What to do:
Word for word, set down every line of the entries below from the line with "taper_angle = math.atan(taper_slope)" to the line with "- body_end_rounding, body_radius)", including both, and no other line.

Stored data:
= = =

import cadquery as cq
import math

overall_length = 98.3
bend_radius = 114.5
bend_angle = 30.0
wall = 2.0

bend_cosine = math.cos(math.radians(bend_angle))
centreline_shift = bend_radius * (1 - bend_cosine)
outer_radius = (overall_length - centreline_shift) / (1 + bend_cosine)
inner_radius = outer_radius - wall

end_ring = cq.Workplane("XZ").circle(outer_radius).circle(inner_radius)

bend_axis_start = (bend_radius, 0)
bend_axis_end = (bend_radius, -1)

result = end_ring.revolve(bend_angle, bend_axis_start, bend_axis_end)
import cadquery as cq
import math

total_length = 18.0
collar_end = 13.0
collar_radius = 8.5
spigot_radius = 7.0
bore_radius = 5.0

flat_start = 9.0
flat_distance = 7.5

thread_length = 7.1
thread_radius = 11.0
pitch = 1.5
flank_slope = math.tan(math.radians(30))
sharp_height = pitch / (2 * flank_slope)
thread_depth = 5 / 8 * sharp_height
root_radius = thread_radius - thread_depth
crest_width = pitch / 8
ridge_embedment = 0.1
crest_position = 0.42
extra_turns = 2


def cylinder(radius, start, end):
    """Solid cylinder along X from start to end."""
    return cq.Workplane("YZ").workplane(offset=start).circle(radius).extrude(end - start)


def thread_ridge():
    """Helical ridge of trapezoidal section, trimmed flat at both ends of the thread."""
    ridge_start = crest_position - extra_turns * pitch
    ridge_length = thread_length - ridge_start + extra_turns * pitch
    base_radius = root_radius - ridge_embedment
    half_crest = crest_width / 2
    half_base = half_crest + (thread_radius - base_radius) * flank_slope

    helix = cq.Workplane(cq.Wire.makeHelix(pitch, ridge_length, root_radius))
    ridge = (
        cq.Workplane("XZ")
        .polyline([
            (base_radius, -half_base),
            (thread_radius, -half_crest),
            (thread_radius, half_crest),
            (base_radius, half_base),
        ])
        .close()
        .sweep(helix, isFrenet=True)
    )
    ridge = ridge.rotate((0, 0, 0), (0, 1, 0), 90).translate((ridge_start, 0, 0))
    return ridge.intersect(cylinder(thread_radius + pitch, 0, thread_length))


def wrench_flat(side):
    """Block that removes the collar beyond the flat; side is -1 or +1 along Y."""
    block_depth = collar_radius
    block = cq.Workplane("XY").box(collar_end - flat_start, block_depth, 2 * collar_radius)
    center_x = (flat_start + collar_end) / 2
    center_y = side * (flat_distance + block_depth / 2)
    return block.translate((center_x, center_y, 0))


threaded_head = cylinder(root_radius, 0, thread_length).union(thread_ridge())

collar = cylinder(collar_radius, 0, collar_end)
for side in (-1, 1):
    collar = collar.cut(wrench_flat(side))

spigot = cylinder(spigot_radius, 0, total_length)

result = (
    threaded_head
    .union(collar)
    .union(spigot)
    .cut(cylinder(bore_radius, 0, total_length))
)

= = =

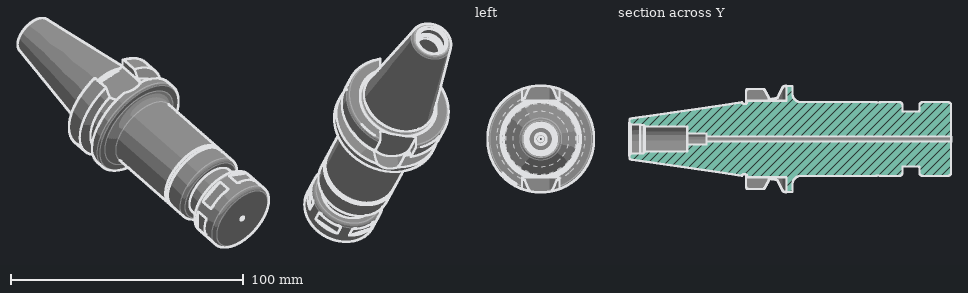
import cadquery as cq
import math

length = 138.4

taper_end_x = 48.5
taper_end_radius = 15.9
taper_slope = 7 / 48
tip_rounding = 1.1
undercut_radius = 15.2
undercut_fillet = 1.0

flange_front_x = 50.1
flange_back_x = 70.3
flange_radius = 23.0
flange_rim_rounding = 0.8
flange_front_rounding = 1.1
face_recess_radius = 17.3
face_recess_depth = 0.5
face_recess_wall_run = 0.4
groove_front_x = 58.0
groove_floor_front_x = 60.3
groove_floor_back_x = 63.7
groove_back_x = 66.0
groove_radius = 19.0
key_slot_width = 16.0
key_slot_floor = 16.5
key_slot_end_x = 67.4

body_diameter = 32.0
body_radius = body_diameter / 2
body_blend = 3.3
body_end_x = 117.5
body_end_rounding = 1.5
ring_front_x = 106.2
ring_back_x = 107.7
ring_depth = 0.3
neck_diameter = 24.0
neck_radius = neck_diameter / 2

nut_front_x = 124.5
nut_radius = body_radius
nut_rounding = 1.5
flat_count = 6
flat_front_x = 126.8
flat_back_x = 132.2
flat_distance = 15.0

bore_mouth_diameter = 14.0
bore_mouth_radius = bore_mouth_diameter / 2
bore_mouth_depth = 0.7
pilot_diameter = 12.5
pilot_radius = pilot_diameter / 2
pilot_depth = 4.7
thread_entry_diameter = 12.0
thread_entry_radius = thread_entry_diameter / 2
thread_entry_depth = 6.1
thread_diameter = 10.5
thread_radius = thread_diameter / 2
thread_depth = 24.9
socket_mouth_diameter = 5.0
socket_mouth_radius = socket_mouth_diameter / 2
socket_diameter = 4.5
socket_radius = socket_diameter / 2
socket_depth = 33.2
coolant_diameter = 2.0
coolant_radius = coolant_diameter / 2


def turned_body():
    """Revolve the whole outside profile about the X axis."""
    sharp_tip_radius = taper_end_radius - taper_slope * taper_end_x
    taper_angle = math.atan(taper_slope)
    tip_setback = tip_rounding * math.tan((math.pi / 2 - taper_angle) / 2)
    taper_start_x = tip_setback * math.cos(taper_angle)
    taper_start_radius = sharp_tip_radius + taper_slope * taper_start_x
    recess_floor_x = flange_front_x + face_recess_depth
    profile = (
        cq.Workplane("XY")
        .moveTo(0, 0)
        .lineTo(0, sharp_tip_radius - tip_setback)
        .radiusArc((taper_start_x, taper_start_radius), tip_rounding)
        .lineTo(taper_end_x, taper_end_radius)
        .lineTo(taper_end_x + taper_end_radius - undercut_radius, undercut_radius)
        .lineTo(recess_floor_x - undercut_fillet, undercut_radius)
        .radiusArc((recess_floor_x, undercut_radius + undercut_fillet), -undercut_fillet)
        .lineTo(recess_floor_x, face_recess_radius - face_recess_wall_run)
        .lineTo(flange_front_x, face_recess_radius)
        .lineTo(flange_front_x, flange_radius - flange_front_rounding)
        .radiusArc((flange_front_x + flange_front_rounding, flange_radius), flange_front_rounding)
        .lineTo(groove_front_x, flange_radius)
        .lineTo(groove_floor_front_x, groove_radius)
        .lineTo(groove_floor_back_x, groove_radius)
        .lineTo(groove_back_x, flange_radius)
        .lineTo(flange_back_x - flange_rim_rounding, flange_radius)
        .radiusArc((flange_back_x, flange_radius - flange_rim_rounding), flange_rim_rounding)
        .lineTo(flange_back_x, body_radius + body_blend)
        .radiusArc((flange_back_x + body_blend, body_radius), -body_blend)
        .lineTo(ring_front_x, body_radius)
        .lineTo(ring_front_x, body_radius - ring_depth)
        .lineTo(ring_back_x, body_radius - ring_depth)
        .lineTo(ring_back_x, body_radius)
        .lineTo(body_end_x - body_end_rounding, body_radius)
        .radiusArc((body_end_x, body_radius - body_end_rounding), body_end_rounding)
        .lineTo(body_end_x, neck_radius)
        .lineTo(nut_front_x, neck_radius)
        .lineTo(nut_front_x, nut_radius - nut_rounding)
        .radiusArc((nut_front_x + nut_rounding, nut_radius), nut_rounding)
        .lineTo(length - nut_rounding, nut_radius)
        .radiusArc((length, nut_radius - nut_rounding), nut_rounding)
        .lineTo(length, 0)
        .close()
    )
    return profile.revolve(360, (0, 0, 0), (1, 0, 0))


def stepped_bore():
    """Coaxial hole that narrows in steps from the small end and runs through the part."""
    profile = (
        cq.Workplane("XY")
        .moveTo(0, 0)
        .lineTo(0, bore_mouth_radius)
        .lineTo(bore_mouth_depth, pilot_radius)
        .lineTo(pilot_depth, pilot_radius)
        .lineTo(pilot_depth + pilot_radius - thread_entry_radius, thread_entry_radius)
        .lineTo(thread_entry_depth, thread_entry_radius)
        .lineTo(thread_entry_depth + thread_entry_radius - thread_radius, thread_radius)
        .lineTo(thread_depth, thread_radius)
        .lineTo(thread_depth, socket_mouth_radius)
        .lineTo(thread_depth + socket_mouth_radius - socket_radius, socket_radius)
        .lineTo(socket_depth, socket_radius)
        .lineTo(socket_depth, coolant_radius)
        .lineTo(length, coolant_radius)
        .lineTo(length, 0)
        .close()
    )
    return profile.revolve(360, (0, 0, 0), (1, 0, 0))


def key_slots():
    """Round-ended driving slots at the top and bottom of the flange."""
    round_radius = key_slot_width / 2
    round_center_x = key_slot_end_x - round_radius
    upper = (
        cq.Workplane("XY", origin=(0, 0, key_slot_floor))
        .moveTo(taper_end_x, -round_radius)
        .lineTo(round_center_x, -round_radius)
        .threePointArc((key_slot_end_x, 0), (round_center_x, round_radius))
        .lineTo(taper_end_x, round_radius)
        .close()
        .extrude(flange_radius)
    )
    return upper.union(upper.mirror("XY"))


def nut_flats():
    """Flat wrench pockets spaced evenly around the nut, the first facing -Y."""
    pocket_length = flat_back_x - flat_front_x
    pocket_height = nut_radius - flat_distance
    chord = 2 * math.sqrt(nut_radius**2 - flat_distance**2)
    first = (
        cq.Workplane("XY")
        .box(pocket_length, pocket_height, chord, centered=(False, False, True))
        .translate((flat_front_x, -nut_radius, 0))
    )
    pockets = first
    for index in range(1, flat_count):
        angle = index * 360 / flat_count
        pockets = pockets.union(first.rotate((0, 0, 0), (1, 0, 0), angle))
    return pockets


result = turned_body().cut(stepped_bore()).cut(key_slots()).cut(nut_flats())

= = =

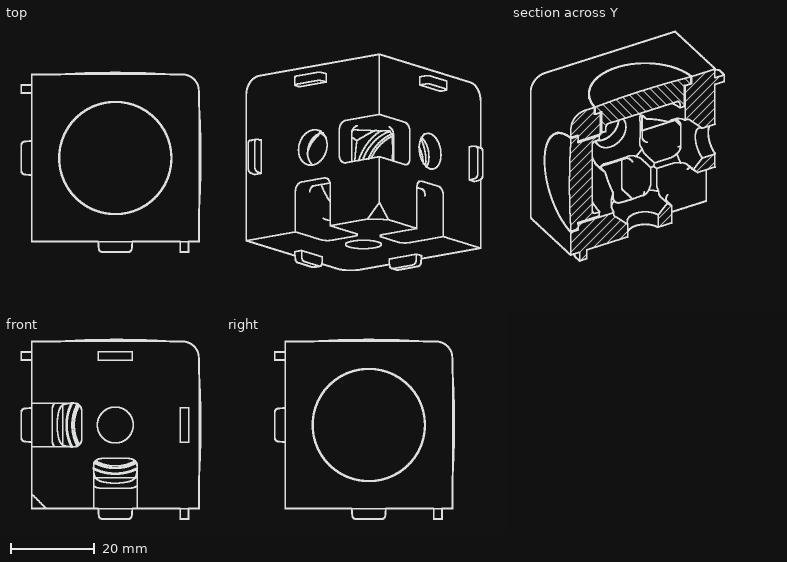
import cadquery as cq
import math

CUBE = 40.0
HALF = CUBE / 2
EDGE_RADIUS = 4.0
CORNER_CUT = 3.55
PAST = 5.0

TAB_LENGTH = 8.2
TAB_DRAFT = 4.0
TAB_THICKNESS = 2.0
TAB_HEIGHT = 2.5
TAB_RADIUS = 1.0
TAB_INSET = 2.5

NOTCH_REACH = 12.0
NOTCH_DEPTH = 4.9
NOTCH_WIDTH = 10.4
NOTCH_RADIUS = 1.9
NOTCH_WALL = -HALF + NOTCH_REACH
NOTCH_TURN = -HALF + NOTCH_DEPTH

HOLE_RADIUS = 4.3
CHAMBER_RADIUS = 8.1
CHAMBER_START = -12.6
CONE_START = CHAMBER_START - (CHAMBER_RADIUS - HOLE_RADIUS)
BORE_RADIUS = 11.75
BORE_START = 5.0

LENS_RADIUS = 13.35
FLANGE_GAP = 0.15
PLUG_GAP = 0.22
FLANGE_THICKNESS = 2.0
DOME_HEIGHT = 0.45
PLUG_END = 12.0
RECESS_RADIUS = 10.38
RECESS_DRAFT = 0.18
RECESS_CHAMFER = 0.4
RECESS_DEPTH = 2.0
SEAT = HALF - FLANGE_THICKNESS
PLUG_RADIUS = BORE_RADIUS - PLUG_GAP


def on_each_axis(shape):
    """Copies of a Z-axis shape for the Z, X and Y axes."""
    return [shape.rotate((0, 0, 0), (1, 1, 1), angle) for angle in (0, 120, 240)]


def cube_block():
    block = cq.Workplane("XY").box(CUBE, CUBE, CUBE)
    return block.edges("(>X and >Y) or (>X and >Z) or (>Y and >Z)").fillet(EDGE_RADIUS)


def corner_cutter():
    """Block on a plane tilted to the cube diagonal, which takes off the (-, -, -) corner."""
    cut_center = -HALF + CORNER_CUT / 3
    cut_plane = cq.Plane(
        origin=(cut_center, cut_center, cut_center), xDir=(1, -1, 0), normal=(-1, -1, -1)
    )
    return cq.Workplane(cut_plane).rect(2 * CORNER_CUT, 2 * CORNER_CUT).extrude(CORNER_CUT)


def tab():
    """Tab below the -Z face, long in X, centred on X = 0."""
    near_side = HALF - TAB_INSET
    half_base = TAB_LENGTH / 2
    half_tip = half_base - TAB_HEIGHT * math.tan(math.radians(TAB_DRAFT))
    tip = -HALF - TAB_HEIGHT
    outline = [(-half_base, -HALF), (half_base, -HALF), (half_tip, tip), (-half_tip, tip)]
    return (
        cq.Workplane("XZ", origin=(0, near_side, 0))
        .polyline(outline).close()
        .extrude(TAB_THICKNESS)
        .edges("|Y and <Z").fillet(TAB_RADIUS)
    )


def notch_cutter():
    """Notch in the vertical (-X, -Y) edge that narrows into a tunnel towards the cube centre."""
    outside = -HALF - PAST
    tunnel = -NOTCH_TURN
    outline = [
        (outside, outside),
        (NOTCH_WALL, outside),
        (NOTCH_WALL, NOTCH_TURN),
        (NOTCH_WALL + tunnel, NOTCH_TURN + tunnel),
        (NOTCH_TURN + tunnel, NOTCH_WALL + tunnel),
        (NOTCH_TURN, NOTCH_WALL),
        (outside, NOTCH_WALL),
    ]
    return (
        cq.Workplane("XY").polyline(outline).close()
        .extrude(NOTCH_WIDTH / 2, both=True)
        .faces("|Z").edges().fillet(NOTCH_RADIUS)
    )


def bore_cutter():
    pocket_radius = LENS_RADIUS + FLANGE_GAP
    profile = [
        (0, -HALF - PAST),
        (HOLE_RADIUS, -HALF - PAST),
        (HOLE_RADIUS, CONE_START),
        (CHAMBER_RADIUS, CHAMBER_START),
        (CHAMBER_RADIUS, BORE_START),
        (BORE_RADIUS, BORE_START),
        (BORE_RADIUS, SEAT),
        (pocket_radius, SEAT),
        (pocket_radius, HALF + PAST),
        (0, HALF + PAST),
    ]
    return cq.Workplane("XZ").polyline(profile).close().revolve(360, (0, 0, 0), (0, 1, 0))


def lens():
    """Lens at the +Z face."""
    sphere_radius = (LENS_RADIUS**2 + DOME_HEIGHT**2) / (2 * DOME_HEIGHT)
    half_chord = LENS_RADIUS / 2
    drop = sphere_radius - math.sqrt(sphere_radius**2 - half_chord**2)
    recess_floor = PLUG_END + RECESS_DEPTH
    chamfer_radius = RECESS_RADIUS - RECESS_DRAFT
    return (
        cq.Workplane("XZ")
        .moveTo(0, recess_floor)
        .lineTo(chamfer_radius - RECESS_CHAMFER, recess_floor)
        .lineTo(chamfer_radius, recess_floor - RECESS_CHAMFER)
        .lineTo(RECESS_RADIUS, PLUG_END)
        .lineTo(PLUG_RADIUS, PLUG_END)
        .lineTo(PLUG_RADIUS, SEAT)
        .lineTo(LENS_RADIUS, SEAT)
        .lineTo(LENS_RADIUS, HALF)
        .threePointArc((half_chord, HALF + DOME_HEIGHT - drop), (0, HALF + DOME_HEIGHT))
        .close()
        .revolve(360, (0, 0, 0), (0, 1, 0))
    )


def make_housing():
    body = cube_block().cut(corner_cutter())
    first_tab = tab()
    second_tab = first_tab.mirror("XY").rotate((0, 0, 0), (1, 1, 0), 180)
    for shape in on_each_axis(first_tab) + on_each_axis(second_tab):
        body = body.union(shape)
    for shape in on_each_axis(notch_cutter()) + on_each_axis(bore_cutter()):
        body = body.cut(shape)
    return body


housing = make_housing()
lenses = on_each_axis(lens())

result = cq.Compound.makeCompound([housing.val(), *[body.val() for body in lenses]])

= = =

Reply to the task:
    taper_angle = math.atan(taper_slope)
    tip_setback = tip_rounding * math.tan((math.pi / 2 - taper_angle) / 2)
    taper_start_x = tip_setback * math.cos(taper_angle)
    taper_start_radius = sharp_tip_radius + taper_slope * taper_start_x
    recess_floor_x = flange_front_x + face_recess_depth
    profile = (
        cq.Workplane("XY")
        .moveTo(0, 0)
        .lineTo(0, sharp_tip_radius - tip_setback)
        .radiusArc((taper_start_x, taper_start_radius), tip_rounding)
        .lineTo(taper_end_x, taper_end_radius)
        .lineTo(taper_end_x + taper_end_radius - undercut_radius, undercut_radius)
        .lineTo(recess_floor_x - undercut_fillet, undercut_radius)
        .radiusArc((recess_floor_x, undercut_radius + undercut_fillet), -undercut_fillet)
        .lineTo(recess_floor_x, face_recess_radius - face_recess_wall_run)
        .lineTo(flange_front_x, face_recess_radius)
        .lineTo(flange_front_x, flange_radius - flange_front_rounding)
        .radiusArc((flange_front_x + flange_front_rounding, flange_radius), flange_front_rounding)
        .lineTo(groove_front_x, flange_radius)
        .lineTo(groove_floor_front_x, groove_radius)
        .lineTo(groove_floor_back_x, groove_radius)
        .lineTo(groove_back_x, flange_radius)
        .lineTo(flange_back_x - flange_rim_rounding, flange_radius)
        .radiusArc((flange_back_x, flange_radius - flange_rim_rounding), flange_rim_rounding)
        .lineTo(flange_back_x, body_radius + body_blend)
        .radiusArc((flange_back_x + body_blend, body_radius), -body_blend)
        .lineTo(ring_front_x, body_radius)
        .lineTo(ring_front_x, body_radius - ring_depth)
        .lineTo(ring_back_x, body_radius - ring_depth)
        .lineTo(ring_back_x, body_radius)
        .lineTo(body_end_x - body_end_rounding, body_radius)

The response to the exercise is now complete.